CeylonMigrationBot commented 12 years ago

[@gavinking] Totally disagree. Look how many times you had to declare what p is in:

people.filter((Person p) p.age>=18).map((Person p) p.name->p.age)

Compared to:

{ from (p in people) if (p.age>18) p.name->p.age }

Now imagine that the type of p is something more complex that Person. Say, Entry<String,List<Integer>>.

Calling an ancient construct from mathematics a "Perl-ism" is really quite a stretch.

CeylonMigrationBot commented 12 years ago

[@FroMage] What I called a Perl-ism is "trying to make things shorter using ad-hoc syntax, when there's already another way to do it."

CeylonMigrationBot commented 12 years ago

[@quintesse] Well the declaration of p is exactly what could be said is a disadvantage of the current anonymous function syntax. If the type of p could have been determined from its use than it would be shorter, something like:

people.filter((p) p.age>=18).map((p) p.name->p.age)

It's a pity that it's not possible right now, you're sure that it's just not doable in Ceylon, right?

CeylonMigrationBot commented 12 years ago

[@gavinking]

Well the declaration of p is exactly what could be said is a disadvantage of the current anonymous function syntax

This has nothing to do with syntax it has to do with having a well-defined typesystem with rules that are easy to understand.

It's a pity that it's not possible right now, you're sure that it's just not doable in Ceylon, right?

Oh all kinds of things are doable. Indeed you can easily hack in just about any kind of ad hoc type inference rules you like into the compiler. The question is whether it's desirable to do so.

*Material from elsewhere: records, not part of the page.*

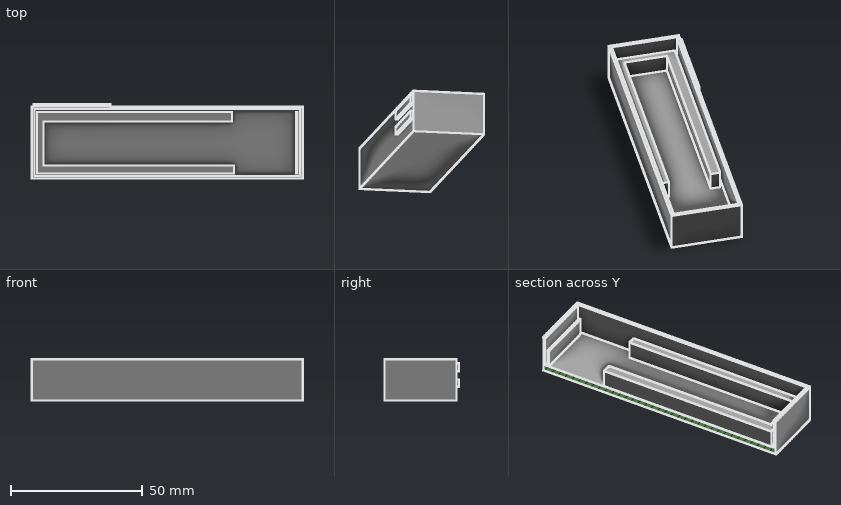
import cadquery as cq

length = 103.4
width = 27.5
height = 15.8
wall = 1.0
floor = 3.0

rail_height = 7.2
rail_gap = 1.0
end_arm_thickness = 2.5
front_arm_thickness = 3.1
back_arm_thickness = 3.7
front_arm_end = 77.3
back_arm_end = 76.3
strip_thickness = 0.6

band_depth = 0.9
band_start = 0.6
band_end = 30.0
upper_band = (11.2, 14.3)
lower_band = (5.3, 8.1)

rail_left = wall + rail_gap
rail_right = length - wall - rail_gap
rail_front = wall + rail_gap
rail_back = width - wall - rail_gap


def block(x_range, y_range, z_range):
    """Box spanning the given (low, high) limits along each axis."""
    limits = (x_range, y_range, z_range)
    sizes = [high - low for low, high in limits]
    corner = tuple(low for low, high in limits)
    return cq.Workplane("XY").box(*sizes, centered=False).translate(corner)


def tray():
    """Open-topped box with a flat floor."""
    outside = block((0, length), (0, width), (0, height))
    cavity = block((wall, length - wall), (wall, width - wall), (floor, height))
    return outside.cut(cavity)


def floor_rib(x_range, y_range):
    """Upright rib rooted in the floor."""
    return block(x_range, y_range, (0, floor + rail_height))


def rails():
    """U-shaped rail open toward +X, and the separate strip at the +X end."""
    full_depth = (rail_front, rail_back)
    end_arm = floor_rib((rail_left, rail_left + end_arm_thickness), full_depth)
    front_arm = floor_rib((rail_left, front_arm_end), (rail_front, rail_front + front_arm_thickness))
    back_arm = floor_rib((rail_left, back_arm_end), (rail_back - back_arm_thickness, rail_back))
    strip = floor_rib((rail_right - strip_thickness, rail_right), full_depth)
    return end_arm.union(front_arm).union(back_arm).union(strip)


def label_band(z_range):
    """Raised band on the outer face of the +Y wall."""
    return block((band_start, band_end), (width - wall, width + band_depth), z_range)


result = tray().union(rails())
for band in (upper_band, lower_band):
    result = result.union(label_band(band))

CeylonMigrationBot commented 12 years ago

[@RossTate] Heh, I should really start typing funky inference examples into C#, Java, and Scala just to see what happens. I wonder if I can still make any of them crash...

CeylonMigrationBot commented 12 years ago

[@gavinking] OK, support for comprehensions is now implemented in the comprehensions branch of the typechecker and language module. Check it out - it's actually cool as hell!

CeylonMigrationBot commented 12 years ago

[@gavinking] So it looks like the idea of just naively trying to map comprehensions onto map() and filter() doesn't work out after all. The problem is that products like this don't map naturally to a higher-order function:

for (x in 1..12) for (y in 1..12) x*y

Now, I think with sequenced type parameters, it is possible to write down the signature of product() but I seriously don't want to go there. So I think a comprehension needs to be desugared to an inner class that satisfies Iterable. I just need to work out the details of this mapping.

CeylonMigrationBot commented 12 years ago

[@gavinking] Given a comprehension like this:

for (y in ys) for (x in xs) if (x>y) x*y

I think we'll have to generate Java code like this:

new Iterable<Integer>() {
    TupleIterator $i = new TupleIterator(ys, xs);
    @Override 
    java.lang.Object next() {
        while ($i.hasNext()) {
            Object[] $a = $i.next();
            Integer x = $a[0];
            Integer y = $a[1];
            if (x>y) return x*y;
        }
        return exhausted;
    }
}

where TupleIterator is a class that knows how to form the product of iterators.

CeylonMigrationBot commented 12 years ago

[@gavinking] Here's a much more efficient version:

new Iterable<Integer>() {

    Iterable<Integer> $ys = ys.getIterator();
    Iterable<Integer> $xs = xs.getIterator();
    Integer y;
    Integer x;

    boolean $nexty() {
        y = $ys.next();
        if (y instanceof Finished) {
            return false;
        }
        return true;
    }

    boolean $nextx() {
        x = $xs.next();
        if (x instanceof Finished) {
            if ($nexty()) {
                $xs = xs.getIterator();
                x = $xs.next();
                return !(x instanceof Finished);
            }
            return false;
        }
        return true;
    }

    @Override 
    java.lang.Object next() {
        while ($nextx()) {
            if (x>y) return x*y;
        }
        return exhausted;
    }
}
CeylonMigrationBot commented 12 years ago

[@RossTate] Your implementation generalizes into this structure:

new Iterator<T>() {
    // Iterators
    // Context
    ...

    T|Finished next() {
        if ($nextContext()) {
            return $evalExpression();
        } else {
            return exhausted;
        }
    }
}

Note that I incorporate the if filter into $nextContext. Essentially each nested for and if corresponds to a nesting within the implementation of $nextContext. This alteration enables for (x in 1..12) if (x % 2 == 0) for (y in 1..12) x*y.

Also, the reason that map and filter are not enough is that you have nested fors, which requires monadic structure to resolve, either via bind or flatten. Nonetheless, the above structure should be more efficient.

CeylonMigrationBot commented 12 years ago

[@gavinking] Closing, this was implemented in m3.